C Corporation (C-Corp)
If you’re a small business owner, this type of entity might not make sense. It is, however, typically ideal for businesses that plan to raise money through venture capital funding or by issuing stock. C-Corps must follow more stringent internal and external corporate formalities and obligations than LLCs.
S Corporation (S-Corp)
This structure works well for small business owners who qualify — the IRS limits how many owners can be involved and who can be an owner in an S Corporation. All owners of an S-Corp are taxed based on their percentage of ownership. Besides liability protection, S-Corps offer a tax advantage over sole proprietorships; only the owners’ and employees’ salaries and wages — not all business income — are subject to Social Security and Medicare taxes. On the flipside, like C-Corps do, S-Corps present more internal and external formalities than LLCs.
What to consider
As you explore your options, keep these questions in mind:
Are you losing sleep over not having your personal and business assets separate? The LLC and the corporation (C Corporation and S Corporation) protect your personal assets from any liability of the company. If on the off-chance someone sues your company, valuable items like your house, personal savings accounts, kids’ college funds, etc., are shielded from any court judgments.
Are you looking for flexibility in how your business may be taxed? Federal income tax rates can be lower for corporations than for individuals. Plus, you might find yourself entitled to additional deductions when your business is a corporation.
Do you want prospects and potential partners to take your business more seriously? By adding “LLC” or “Inc.” after your company name, others may perceive your business as more credible than if it’s a sole proprietorship.

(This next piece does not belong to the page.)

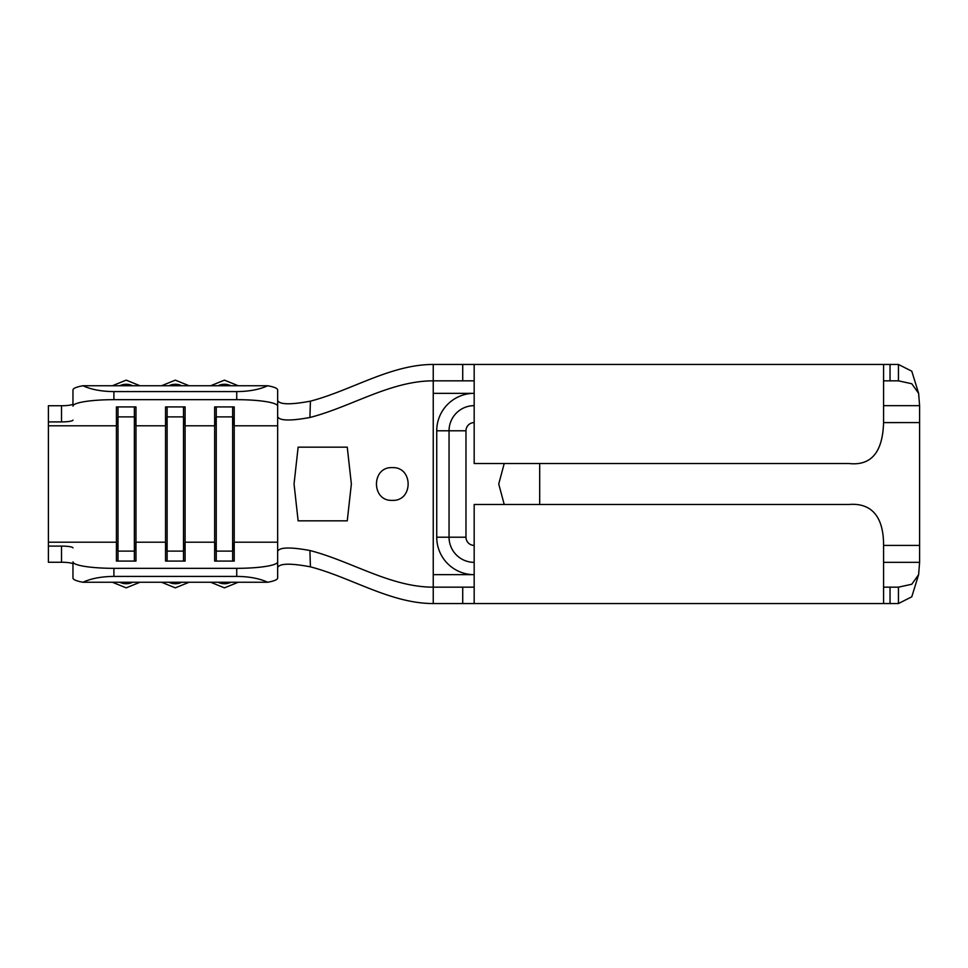<?xml version="1.0" encoding="UTF-8"?>
<svg xmlns="http://www.w3.org/2000/svg" width="968" height="968" viewBox="0 0 968 968"><rect width="100%" height="100%" fill="white"/><g stroke="black" fill="none" stroke-linecap="round" stroke-linejoin="round"><path stroke-width="1.45" d="M392.294 467.629C371.24 466.564 371.155 501.4 392.294 500.371C413.421 501.4 413.384 466.624 392.294 467.629M72.963 420.1A11.459 1.815 0 0 1 61.504 421.903L61.504 405.737A11.459 1.815 180 0 0 72.963 403.922L72.963 389.971A40.934 6.461 0 0 1 82.921 385.748L267.712 385.748A40.934 6.461 0 0 1 277.659 389.971L277.659 406.136A40.934 6.461 180 0 0 236.724 399.675L236.724 391.592C249.103 391.483 259.424 389.535 267.712 385.748M72.963 561.864A40.934 6.461 0 0 0 113.909 568.325L113.909 576.408C101.531 576.517 91.198 578.465 82.921 582.252A40.934 6.461 180 0 1 72.963 578.029L72.963 564.078A11.459 1.815 0 0 0 61.504 562.263L48.4 562.263L48.4 405.737L61.504 405.737M309.905 550.514L310.425 566.849C290.739 563.134 279.825 563.34 277.659 567.442L277.659 551.228C279.716 547.198 290.461 546.956 309.905 550.514C351.227 561.125 390.467 587.165 433.24 587.165L433.24 380.835C390.467 380.835 351.227 406.875 309.905 417.486C290.473 421.044 279.716 420.802 277.659 416.772L277.659 400.558C279.788 404.648 290.702 404.842 310.425 401.151C351.553 390.406 390.673 364.452 433.24 364.452L474.175 364.452L474.175 463.527L849.033 463.527C871.164 465.935 882.671 452.298 883.578 422.605L919.6 422.592L919.6 545.408L883.578 545.408C883.687 515.024 870.171 502.755 849.033 504.473L474.175 504.473L474.175 603.548L883.578 603.548L883.578 545.395M539.684 504.473L539.684 463.527M298.132 520.844L347.258 520.844L351.36 484L347.258 447.156L298.132 447.156L294.042 484L298.132 520.844M310.425 566.849C351.553 577.594 390.673 603.548 433.24 603.548L462.716 603.548L462.716 587.165L474.175 587.165M277.659 561.864L277.659 578.029A40.934 6.461 180 0 1 267.712 582.252C259.424 578.465 249.103 576.517 236.724 576.408L236.724 568.325A40.934 6.461 0 0 0 277.659 561.864M82.921 582.252L267.712 582.252M113.909 568.325L236.724 568.325M277.659 542.213L277.659 425.787L234.22 425.787L232.635 416.893L232.635 551.107L234.22 542.213L234.22 561.077L214.666 561.077L214.666 406.923L234.22 406.923L234.22 542.213L277.659 542.213L277.659 551.228M232.635 406.923L232.635 416.893L216.251 416.893L214.666 425.787L185.094 425.787L183.496 416.893L183.496 551.107L185.094 542.213L185.094 561.077L165.54 561.077L165.54 406.923L185.094 406.923L185.094 542.213L214.666 542.213L216.251 551.107L216.251 561.077M183.496 406.923L183.496 416.893L167.125 416.893L165.54 425.787L135.968 425.787L134.37 416.893L134.37 551.107L135.968 542.213L135.968 561.077L116.414 561.077L116.414 406.923L135.968 406.923L135.968 542.213L165.54 542.213L167.125 551.107L167.125 561.077M61.504 562.263L61.504 546.097L48.4 546.097M61.504 546.097A11.459 1.815 180 0 1 72.963 547.9M113.909 576.408L236.724 576.408M277.659 425.787L277.659 406.136M82.921 385.748C91.198 389.535 101.531 391.483 113.909 391.592L113.909 399.675L236.724 399.675M113.909 399.675A40.934 6.461 180 0 0 72.963 406.136M61.504 421.903L48.4 421.903M113.909 391.592L236.724 391.592M167.125 406.923L167.125 551.107L183.496 551.107L183.496 561.077M134.37 406.923L134.37 416.893L117.999 416.893L117.999 561.077M48.4 542.213L116.414 542.213L117.999 551.107L134.37 551.107L134.37 561.077M48.4 425.787L116.414 425.787L117.999 416.893L117.999 406.923M216.251 406.923L216.251 551.107L232.635 551.107L232.635 561.077M310.425 401.151L309.905 417.486M883.578 562.347L919.6 562.347L918.62 574.665L911.783 584.249L898.449 587.165L898.449 603.548L883.578 603.548M898.449 587.165L883.578 587.165M474.175 603.548L462.716 603.548M433.24 603.548L433.24 587.165L462.716 587.165M474.175 364.452L898.449 364.452L898.449 380.835L911.783 383.751L918.62 393.335L919.6 405.652L883.578 405.652M883.578 380.835L898.449 380.835M474.175 380.835L462.716 380.835L462.716 364.452M433.24 364.452L433.24 380.835L462.716 380.835M919.6 422.592L919.6 405.652M919.6 562.347L919.6 545.408M898.449 364.452L911.783 371.204L918.62 393.335M883.578 422.605L883.578 364.452M918.62 574.665L911.783 596.796L898.449 603.548M504.219 463.527L498.738 484L504.219 504.473M168.868 582.252A14.738 14.556 180 0 0 181.754 582.252M181.754 385.748A14.738 14.556 -0 0 0 168.868 385.748M217.994 582.252A14.738 14.556 180 0 0 230.892 582.252M230.892 385.748A14.738 14.556 -0 0 0 217.994 385.748M119.742 582.252A14.738 14.556 180 0 0 132.628 582.252M132.628 385.748A14.738 14.556 -0 0 0 119.742 385.748M474.175 422.592A8.192 8.192 0 0 0 465.983 430.784L465.983 537.216A8.192 8.192 0 0 0 474.175 545.408M277.659 558.379L277.659 567.442M277.659 409.621L277.659 400.558M433.24 574.665L474.175 574.665A37.437 37.437 0 0 1 436.737 537.216L436.737 430.784A37.437 37.437 0 0 1 474.175 393.335L433.24 393.335M890.04 603.548L890.04 587.165M890.04 364.452L890.04 380.835M436.737 537.216L449.055 537.216A25.12 25.12 0 0 0 474.175 562.347M436.737 430.784L449.055 430.784A25.12 25.12 0 0 1 474.175 405.652M465.983 537.216L449.055 537.216L449.055 430.784L465.983 430.784M189.111 582.252L175.317 587.854L161.523 582.252M189.111 385.748L175.317 380.146L161.523 385.748M238.237 582.252L224.443 587.854L210.649 582.252M238.237 385.748L224.443 380.146L210.649 385.748M139.985 582.252L126.191 587.854L112.385 582.252M139.985 385.748L126.191 380.146L112.385 385.748"/></g></svg>
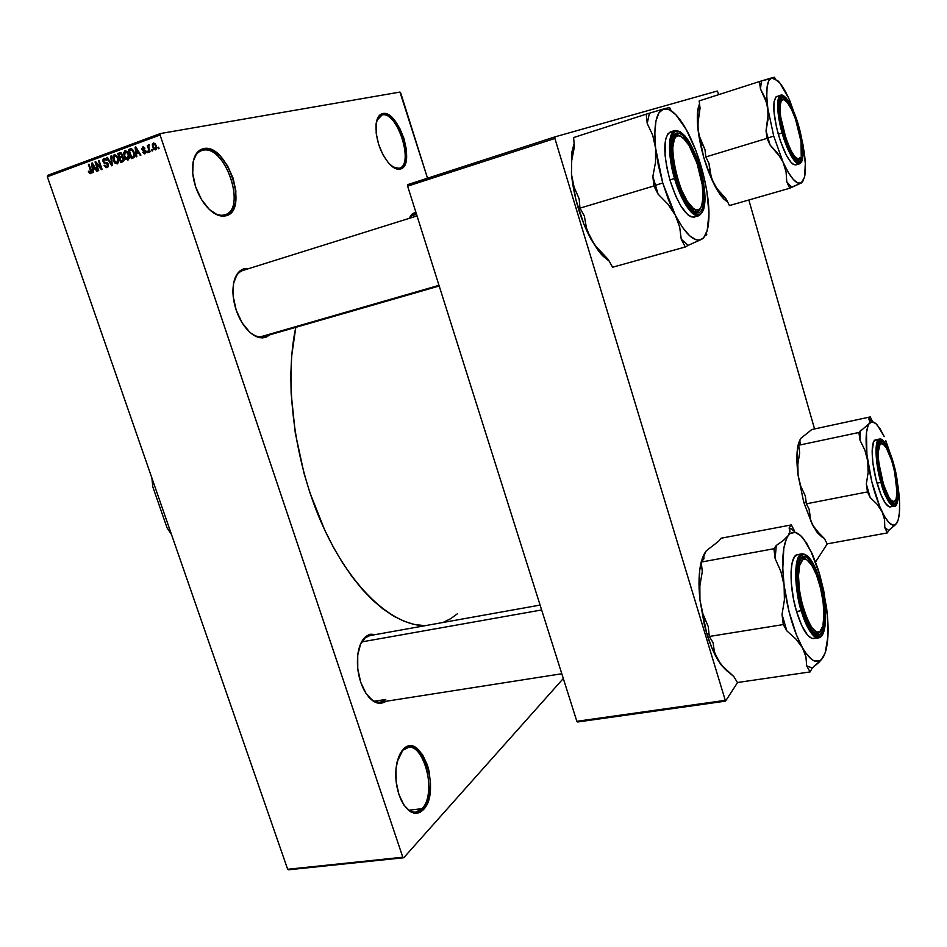 <?xml version="1.0" encoding="UTF-8"?>
<svg xmlns="http://www.w3.org/2000/svg" width="947" height="947" viewBox="0 0 947 947"><rect width="100%" height="100%" fill="white"/><g stroke="black" fill="none" stroke-linecap="round" stroke-linejoin="round"><path stroke-width="1.42" d="M382.115 114.942L376.776 120.482L382.115 114.942L380.623 115.463L382.115 114.942C397.267 110.787 414.526 164.565 399.326 168.235L400.238 169.051C397.101 169.809 393.597 168.258 389.75 164.387C380.09 152.763 375.533 139.339 376.066 124.116C376.882 117.937 379.096 114.433 382.695 113.593L382.115 114.942L382.695 113.593L388.234 114.741L394.212 119.902L399.717 128.247L403.955 138.499L406.31 149.164L406.452 158.705L404.333 165.678L400.238 169.051L394.757 168.223L388.708 163.263L383.026 154.882L378.622 144.37L376.196 133.361L376.137 123.631L378.421 116.694L382.695 113.593C398.616 109.296 416.467 166.045 400.238 169.051L392.496 166.826L399.018 168.317C414.679 165.441 397.468 110.775 382.115 114.942M202.871 150.253C197.935 151.366 194.656 155.379 193.034 162.292C194.455 156.125 197.248 152.254 201.415 150.656L202.871 150.253C225.232 144.489 247.155 208.979 224.995 214.756L225.848 215.821C218.816 217.289 211.572 213.182 204.138 203.498C197.544 194.135 193.721 183.765 192.632 172.401C192.04 158.729 195.662 150.81 203.487 148.632L202.871 150.253L203.487 148.632L207.393 148.561L211.548 149.78L219.964 155.805L227.505 165.737L233.069 178.072L235.874 191.022L235.519 202.705L232.015 211.418L229.221 214.223L225.848 215.821L222.012 216.153L217.869 215.17L209.299 209.453L201.462 199.474L195.615 186.748L192.715 173.313L193.224 161.321L197.023 152.656L199.983 150.017L203.487 148.632C227.091 142.654 249.653 211.051 225.848 215.821L224.403 214.933C220.308 215.952 215.845 214.638 211.015 210.992C215.845 214.638 220.308 215.952 224.403 214.933C247.38 210.364 225.611 144.441 202.871 150.253M402.664 750.474L399.362 755.09L402.12 750.557L408.252 747.514C425.239 743.632 436.709 794.474 422.031 808.667L423.439 809.649C415.934 816.468 408.619 813.497 401.469 800.748C395.882 788.318 394.402 775.415 397.03 762.051L403.327 749.207L402.664 750.474L406.322 747.017L409.578 746.082L412.951 746.425L416.325 748.035L422.551 754.688L427.381 765.01L429.038 771.083L430.542 783.962L429.476 796.238L425.972 806.11L420.504 812.064L417.284 813.236L413.886 813.106L410.442 811.674L403.978 805.116L398.936 794.545L396.13 781.618L396 768.419L398.545 757.032L403.327 749.207C421.214 729.971 441.586 791.704 423.439 809.649L422.031 808.667L415.792 812.147C412.217 812.514 408.725 810.786 405.34 806.974C411.27 813.284 416.834 813.852 422.031 808.667L408.95 810.23L422.031 808.667C439.538 791.396 419.9 731.913 402.664 750.474M242.953 270.428L243.568 268.877L240.124 270.747L237.235 273.872L233.554 283.461L233.163 296.174L236.158 310.012L242.053 322.738L249.89 332.35L254.139 335.498L258.401 337.369L262.497 337.901L266.273 337.108L269.8 334.824L266.273 337.108L264.9 336.232L266.273 337.108C258.578 339.63 250.801 335.297 242.929 324.123C236.762 314.38 233.424 303.762 232.926 292.268C232.95 279.495 236.49 271.694 243.568 268.877L242.953 270.428C238.656 271.931 235.625 275.766 233.873 281.934C235.625 275.766 238.656 271.931 242.953 270.428L417.023 215.916M249.617 332.113C255.098 336.611 260.176 337.972 264.84 336.197L263.811 336.552C259.383 337.736 254.648 336.256 249.617 332.113M413.496 214.247L414.076 212.945L411.767 214.306L409.08 218.402L413.496 214.247L409.199 218.366L413.496 214.247L416.23 213.383M365.234 637.804L365.885 636.467L362.997 639.604L360.606 643.877L357.729 655.194L357.753 668.677L360.689 682.183L366.063 693.547L373.023 700.981L376.752 702.84L380.445 703.361L386.151 701.265C378.409 706.024 370.975 702.189 363.861 689.771C358.179 677.969 356.261 665.587 358.096 652.601C359.458 645.061 362.05 639.687 365.885 636.467L360.369 644.445L365.234 637.804L369.91 635.579L540.098 605.086M368.501 696.826C374.645 703.053 380.398 703.929 385.749 699.454L380.327 702.177C376.338 702.733 372.408 700.946 368.501 696.826M262.733 336.801L264.84 336.197L262.733 336.801M374.349 701.242L385.749 699.454L374.349 701.242M400.735 92.995L427.511 178.202L399.965 92.072L160.386 133.551L399.965 92.072L400.735 92.995M402.806 857.213L287.663 869.275L47.35 176.746L160.067 134.983L402.806 857.213L403.742 857.745L563.311 678.502L403.742 857.745L288.657 869.784L403.742 857.745L402.806 857.213L160.067 134.983L160.386 133.551L160.067 134.983L47.35 176.746L287.663 869.275L288.657 869.784L287.663 869.275L402.806 857.213M155.628 149.875L156.622 148.703L156.397 146.016L155.19 143.66L153.438 143.009L152.337 144.204L152.538 146.856L153.745 149.235L155.628 149.875L156.302 145.72L153.521 142.997L152.633 147.14L155.628 149.875M149.425 144.879L148.525 144.855L148.277 146.217L147.27 145.412L149.484 151.994L150.147 151.745L148.655 146.773L149.425 144.879L148.679 144.761L148.277 146.217L147.27 145.412L149.484 151.994L150.147 151.745L148.667 146.951L149.425 144.879M144.228 148.643L144.666 147.933L143.317 146.88L141.683 148.62L142.476 150.395L145.222 151.307L144.737 152.81L142.689 152.242L144.5 153.864L145.98 152.727L145.743 150.68L142.393 148.632L143.198 147.85L144.844 148.288L142.689 146.974L141.837 149.389L144.915 150.928L144.737 152.81L142.689 152.242L145.009 153.757L145.885 151.058L142.441 149.01L143.163 147.862L144.228 148.643M130.177 148.951L128.342 149.626L131.384 158.611L134.557 156.811L134.131 152.147L131.799 148.88L128.342 149.626L131.384 158.611L133.302 157.912C134.959 156.776 135.267 154.953 134.237 152.467L131.254 148.738L130.177 148.951L131.313 148.75L130.177 148.951M119.689 152.834L117.677 153.568L120.719 162.517L123.489 161.357L124.045 159.487L122.175 156.563L121.524 153.236L120.435 152.68L117.677 153.568L120.719 162.517L122.719 161.783L123.808 158.433L122.175 156.563L122.234 154.42L119.689 152.834M112.362 165.571L111.344 155.912L110.669 156.16L111.651 164.66L107.461 157.344L106.786 157.593L111.734 165.796L112.362 165.571L111.344 155.912L110.669 156.16L111.651 164.66L107.461 157.344L106.786 157.593L111.734 165.796L112.362 165.571M98.713 170.567L96.274 163.476L101.388 169.584L102.075 169.335L99.044 160.457L98.405 160.694L100.844 167.808L95.718 161.688L95.031 161.937L98.074 170.803L98.713 170.567L96.274 163.476L101.388 169.584L102.075 169.335L99.044 160.457L98.405 160.694L100.844 167.808L95.718 161.688L95.031 161.937L98.074 170.803L98.713 170.567M91.113 170.152L89.054 164.151L88.414 164.387L90.817 171.667L90.249 172.614L88.971 171.028L88.58 171.928L90.072 173.692L91.551 172.165L89.054 164.151L88.414 164.387L90.817 171.667L90.285 172.614L88.971 171.028L88.379 171.383L89.48 173.372L91.386 172.993L89.48 173.372L90.687 173.632L91.113 170.152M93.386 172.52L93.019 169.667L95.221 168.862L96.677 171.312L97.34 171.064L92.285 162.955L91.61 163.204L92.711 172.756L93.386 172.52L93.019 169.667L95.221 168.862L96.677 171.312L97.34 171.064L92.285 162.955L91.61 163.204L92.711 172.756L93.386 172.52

Will you need access to a line of business credit, or are you seeking venture capital? As a corporation or LLC, you’ll make both of these objectives more achievable.
Would you like to retain more privacy? When you register your business as an LLC or corporation, generally the company’s registered agent (the business or individual designated to receive service of process if your business is a party in a legal action) goes on public record rather than your home or business address.
Fortunately, changing from a sole proprietorship and forming an LLC, S-Corp or even C-Corp has become less daunting than in years past. Still, you should carefully weigh all of your options and seek professional legal and accounting guidance before making a decision.
Your selection of a business legal structure will affect you legally, financially and operationally. Getting it right matters.
The above content should not be construed as legal or tax advice. Always consult an attorney or tax professional regarding your specific legal or tax situation.